The next one Darren had in the GPS was two hours away. It’s strange to think that if we were at home it’s highly unlikely we would ever consider driving for another two hours after we’d been driving most of the day but with so many hours of daylight in the day we felt full of energy and wide awake.
We found some more road works on the way to the next stop, again long stretches of road with the top scraped off ready to re-surface, it was so bumpy the SAT NAV kept wobbling around to face me.
We had to stop at the next ställplats because the sun was so low in the sky that it was blinding and Darren could only see a couple of metres in front of the van. We wouldn’t have chosen to stop here, it was full of motorhomes and caravans dotted all over the place but it was beside a very wide river, apparently one of only five free flowing rivers in the country.
We parked up and went for a walk to the big bridge (running the mossie gauntlet to get to it, there were no mossies on the bridge at all, maybe it’s because it was VERY windy out there) and looked out over a beautiful vista.

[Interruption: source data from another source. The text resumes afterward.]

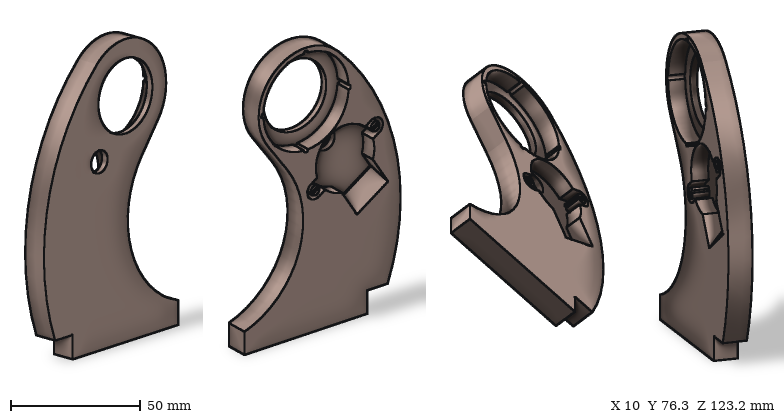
import cadquery as cq
import math

thickness = 10.0

foot_width = 60.0
foot_height = 10.0
heel_u = 70.0
outer_arc_radius = 100.0
inner_arc_radius = 41.3
inner_arc_v = 49.3

ring_centre = (30.0, 100.0)
ring_radius = 23.2
bore_diameter = 30.5
seat_radius = 20.8
seat_depth = 7.0
key_radius = 1.0
key_count = 4

motor_centre = (49.1, 70.0)
motor_tilt = 32.6
motor_radius = 14.3
motor_depth = 7.0
ear_offset = 17.5
ear_radius = 3.7
pin_radius = 2.15
pin_slit = 1.0
shaft_hole_diameter = 9.2
shaft_offset = 8.0
cable_width = 18.0
cable_floor_reach = 18.7
cable_reach = 24.9
ramp_step = 0.5

face = cq.Plane(origin=(0, 0, 0), xDir=(0, -1, 0), normal=(-1, 0, 0))


def polar(centre, radius, angle):
    return (centre[0] + radius * math.cos(angle), centre[1] + radius * math.sin(angle))


def direction(start, end):
    return math.atan2(end[1] - start[1], end[0] - start[0])


def outer_arc_centre():
    """Centre of the arc that passes through the heel and is tangent to the ring around it."""
    heel_to_ring = math.dist((heel_u, foot_height), ring_centre)
    ring_distance = outer_arc_radius - ring_radius
    cosine = (outer_arc_radius**2 + heel_to_ring**2 - ring_distance**2) / (
        2 * outer_arc_radius * heel_to_ring
    )
    angle = direction((heel_u, foot_height), ring_centre) + math.acos(cosine)
    return polar((heel_u, foot_height), outer_arc_radius, angle)


def make_plate():
    toe = (0, foot_height)
    heel = (heel_u, foot_height)

    outer_centre = outer_arc_centre()
    heel_angle = direction(outer_centre, heel)
    join_angle = direction(outer_centre, ring_centre)
    outer_middle = polar(outer_centre, outer_arc_radius, (heel_angle + join_angle) / 2)
    ring_start = polar(ring_centre, ring_radius, join_angle)

    inner_centre = (-math.sqrt(inner_arc_radius**2 - (inner_arc_v - foot_height) ** 2), inner_arc_v)
    centre_distance = math.dist(inner_centre, ring_centre)
    lean = math.acos((ring_radius + inner_arc_radius) / centre_distance)
    flank_angle = direction(inner_centre, ring_centre) - lean
    ring_end = polar(ring_centre, ring_radius, flank_angle + math.pi)
    ring_middle = polar(ring_centre, ring_radius, (join_angle + flank_angle + math.pi) / 2)
    inner_start = polar(inner_centre, inner_arc_radius, flank_angle)
    toe_angle = direction(inner_centre, toe)
    inner_middle = polar(inner_centre, inner_arc_radius, (flank_angle + toe_angle) / 2)

    return (
        cq.Workplane(face)
        .moveTo(0, 0)
        .lineTo(foot_width, 0)
        .lineTo(foot_width, foot_height)
        .lineTo(*heel)
        .threePointArc(outer_middle, ring_start)
        .threePointArc(ring_middle, ring_end)
        .lineTo(*inner_start)
        .threePointArc(inner_middle, toe)
        .close()
        .extrude(-thickness)
    )


def make_ring_cut():
    """Through bore, bearing seat and the round key grooves around the seat."""
    ring = cq.Workplane(face).center(*ring_centre)
    bore = ring.circle(bore_diameter / 2).extrude(-thickness)
    seat = ring.circle(seat_radius).extrude(-seat_depth)
    keys = ring.polarArray(seat_radius, 0, 360, key_count).circle(key_radius).extrude(-seat_depth)
    return bore.union(seat).union(keys)


def make_motor_cut():
    """Round pocket with two ears, split pins left standing, a shaft hole and a ramped cable exit."""
    motor = cq.Workplane(face).center(*motor_centre).transformed(rotate=(0, 0, motor_tilt))
    ears = [(-ear_offset, 0), (ear_offset, 0)]

    pocket = motor.circle(motor_radius).extrude(-motor_depth)
    ear_slot = motor.slot2D(2 * (ear_offset + ear_radius), 2 * ear_radius).extrude(-motor_depth)
    pins = motor.pushPoints(ears).circle(pin_radius).extrude(-motor_depth)
    slits = motor.pushPoints(ears).rect(2 * pin_radius, pin_slit).extrude(-motor_depth)
    shaft_hole = motor.center(0, shaft_offset).circle(shaft_hole_diameter / 2).extrude(-thickness)

    exit_profile = [
        (0, 0),
        (motor_depth, 0),
        (motor_depth, -cable_floor_reach),
        (motor_depth - ramp_step, -cable_floor_reach),
        (0, -cable_reach),
    ]
    cable_exit = (
        motor.transformed(rotate=(0, 90, 0))
        .polyline(exit_profile)
        .close()
        .extrude(cable_width / 2, both=True)
    )
    return pocket.union(ear_slot).cut(pins.cut(slits)).union(cable_exit).union(shaft_hole)


result = make_plate().cut(make_ring_cut()).cut(make_motor_cut())
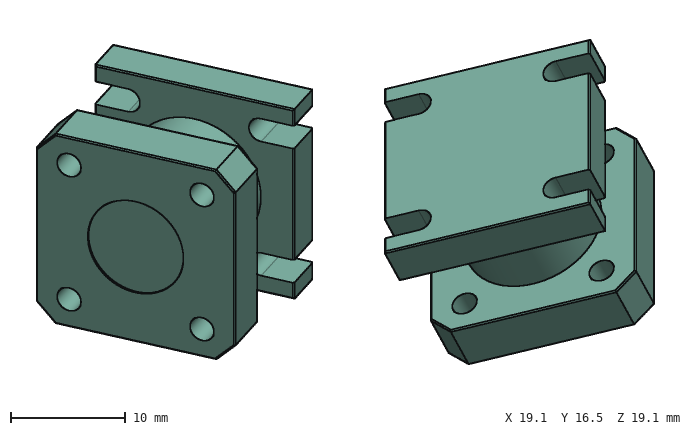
import cadquery as cq

flange_side = 19.05
total_length = 16.52
front_thickness = 4.8
back_thickness = 4.04
neck_diameter = 12.73
edge_chamfer = 0.13

corner_chamfer = 1.85
recess_diameter = 9.15
recess_depth = 0.2

bolt_diameter = 2.29
bolt_spacing_x = 12.7
bolt_spacing_z = 13.47

half_side = flange_side / 2
front_face = -total_length / 2
back_inner_face = total_length / 2 - back_thickness


def along_y(start):
    """Workplane at Y = start whose extrusions run toward +Y; local y is -Z."""
    return cq.Workplane("XZ", origin=(0, start, 0)).transformed(rotate=(180, 0, 0))


def make_front_flange():
    flange = along_y(front_face).rect(flange_side, flange_side).extrude(front_thickness)
    flange = flange.edges("|Y").chamfer(corner_chamfer)
    flange = flange.faces("<Y or >Y").edges().chamfer(edge_chamfer)
    holes = (
        along_y(front_face)
        .rect(bolt_spacing_x, bolt_spacing_z, forConstruction=True)
        .vertices()
        .circle(bolt_diameter / 2)
        .extrude(front_thickness)
    )
    recess = along_y(front_face).circle(recess_diameter / 2).extrude(recess_depth)
    return flange.cut(holes).cut(recess)


def make_side_slot(x_sign, z_sign):
    """Round-ended slot from a bolt position out through the nearest X side."""
    bolt_x = x_sign * bolt_spacing_x / 2
    bolt_z = z_sign * bolt_spacing_z / 2
    run_length = half_side - bolt_spacing_x / 2
    round_end = (
        along_y(back_inner_face)
        .center(bolt_x, bolt_z)
        .circle(bolt_diameter / 2)
        .extrude(back_thickness)
    )
    run = (
        along_y(back_inner_face)
        .center(bolt_x + x_sign * run_length / 2, bolt_z)
        .rect(run_length, bolt_diameter)
        .extrude(back_thickness)
    )
    return round_end.union(run)


def make_back_flange():
    flange = along_y(back_inner_face).rect(flange_side, flange_side).extrude(back_thickness)
    flange = flange.faces("<Y or >Y").edges().chamfer(edge_chamfer)
    for x_sign in (-1, 1):
        for z_sign in (-1, 1):
            flange = flange.cut(make_side_slot(x_sign, z_sign))
    return flange


neck_start = front_face + front_thickness
neck = along_y(neck_start).circle(neck_diameter / 2).extrude(back_inner_face - neck_start)

result = make_front_flange().union(neck).union(make_back_flange())

It was so strange to be standing in broad daylight when it was 10 o’clock at night. We watched a man fishing from the shore beneath us, it was surprising how far he was able to cast his hook, he managed to get it into the middle of the river, he didn’t catch anything while we were watching, I wonder whether he had better luck later.
Although it was warm in the sun the air was icy cold and our noses were really cold by the time we got back to the van. It became so chilly that we put the heating on for a short while before we finally went to bed just after midnight. People had been sitting outside until just before that, they are obviously far hardier than us braving the mossies and the cold!